Como se tornar um milionário

Nos últimos anos de vida, Charlie Munger costumava afirmar publicamente que está muito mais difícil para os investidores de hoje se tornarem milionários do que na época em que ele e Warren Buffett eram jovens. 

Segundo o vice-presidente da Berkshire, por muito tempo, bastava “possuir um portfólio diversificado de ações ordinárias” para alcançar potencial retorno de 10% – o que não seria mais uma garantia atualmente, dada a maior complexidade dos investimentos e a volatilidade do mercado.  

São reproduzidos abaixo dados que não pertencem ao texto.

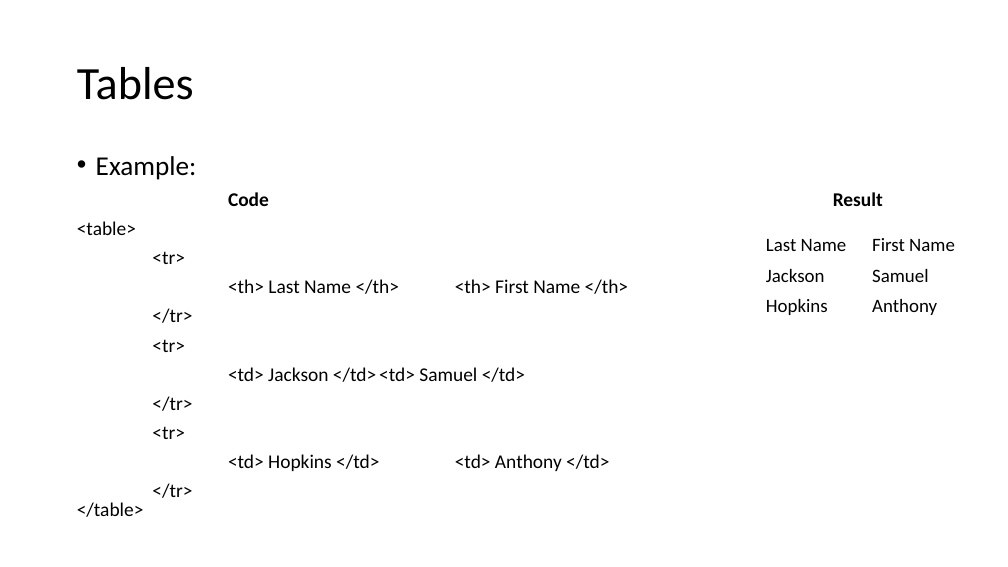
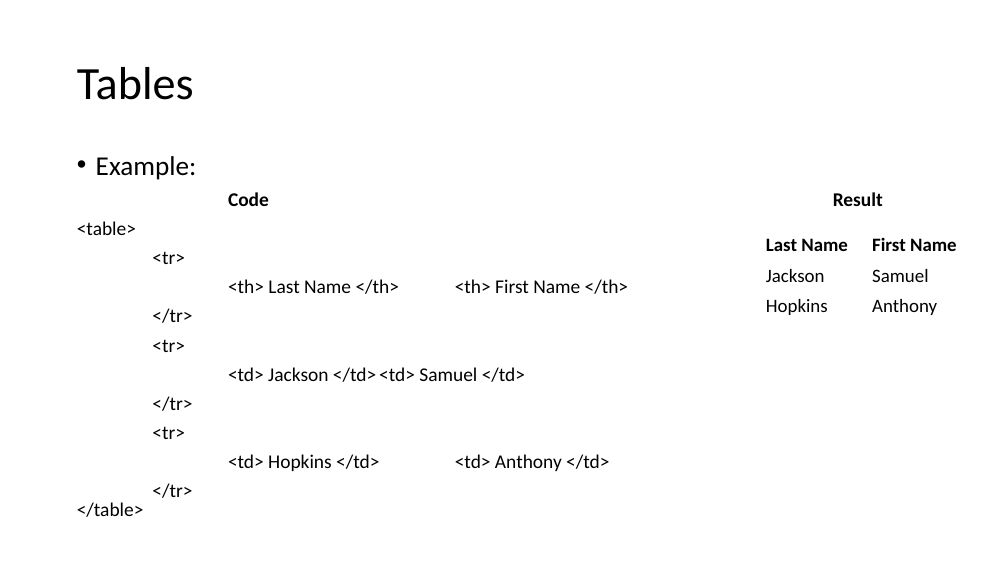
Before and after one commit to MrJoshGross/Course-Curricular-Material, a slide deck: slide 83 of Computer Science Discoveries/Lectures/Lecture 9 - More HTML Tags.pptx. Drawn at 1008x567 pixels with LibreOffice and Linux fonts; fonts in the diff are those of the drawing. Boxes give left, top, right and bottom in pixels: in the first picture for what was removed or moved away, otherwise in the second. Text is boxed around its words. In the diff, an @@ line names an element or a change of style, - is before the commit and + after.

```diff
--- a/Computer Science Discoveries/Lectures/Lecture 9 - More HTML Tags.pptx
+++ b/Computer Science Discoveries/Lectures/Lecture 9 - More HTML Tags.pptx
@@ table at [758,230,977,322] @@
@@ bold on in "Last Name", "First Name" @@
```
Also in this commit, not shown: 1 other file.

“Quando eu estava na Harvard Law School, raramente negociávamos 1 milhão de ações por dia. Agora negociamos bilhões. Não precisamos de um mercado de ações tão líquido”, afirmou em entrevista à CNBC. 

De acordo com Munger, tem sido uma tarefa ingrata dar conselhos de “investimento de tamanho único” aos jovens. “Não acho que o futuro dará a quem sai hoje da faculdade uma oportunidade real de investimento tão fácil”, admite. 

De qualquer forma, apesar de um cenário bem mais hostil na atualidade, Charlie Munger continuou sendo muito procurado por investidores iniciantes até o final de sua vida.

O bilionário afirmava ainda que é crucial aceitar as mudanças do mercado, aprender sempre, conhecer as próprias competências, ter uma visão ampla das empresas e estudar muito, preferencialmente lendo livros especializados no assunto. 

Segundo a filosofia de investimento defendida por Munger, o foco deve ser sempre o de minimizar os riscos. Para isso, é importante limitar a carteira de investimentos a um seleto grupo de ações. A simplicidade, para Charlie, é um ativo do qual não se deve abrir mão.  

“Ao nos permitirmos entender melhor o que estamos fazendo, a simplicidade é capaz de melhorar o desempenho. Se algo for muito difícil, recorremos a outra situação, a outro ativo. O que pode ser mais fácil do que isso? Somos apaixonados por tornar as coisas simples”, diz. 

Pouco antes de morrer, Charlie Munger doou parte de sua fortuna a um gestor de fundos que está tentando construir uma versão australiana da Berkshire Hathaway. 

Com décadas de vivência no mercado financeiro e forjado em um ambiente marcado por incertezas e instabilidades, Charlie Munger propagou seus ideais e uma filosofia de investimento que, em última análise, pode ser interpretada como um modo de enxergar a própria vida. 

“A economia às vezes cresce, às vezes não. Você deve viver sua vida em ambos os momentos. Sua atitude deve ser continuar nadando”, explicou em entrevista ao canal Freenvesting no YouTube, em agosto de 2022. 

“Às vezes, a maré está a nosso favor. Em outras situações, está contra nós. Mas continuamos nadando de qualquer maneira.” Charlie não parou de nadar até o fim.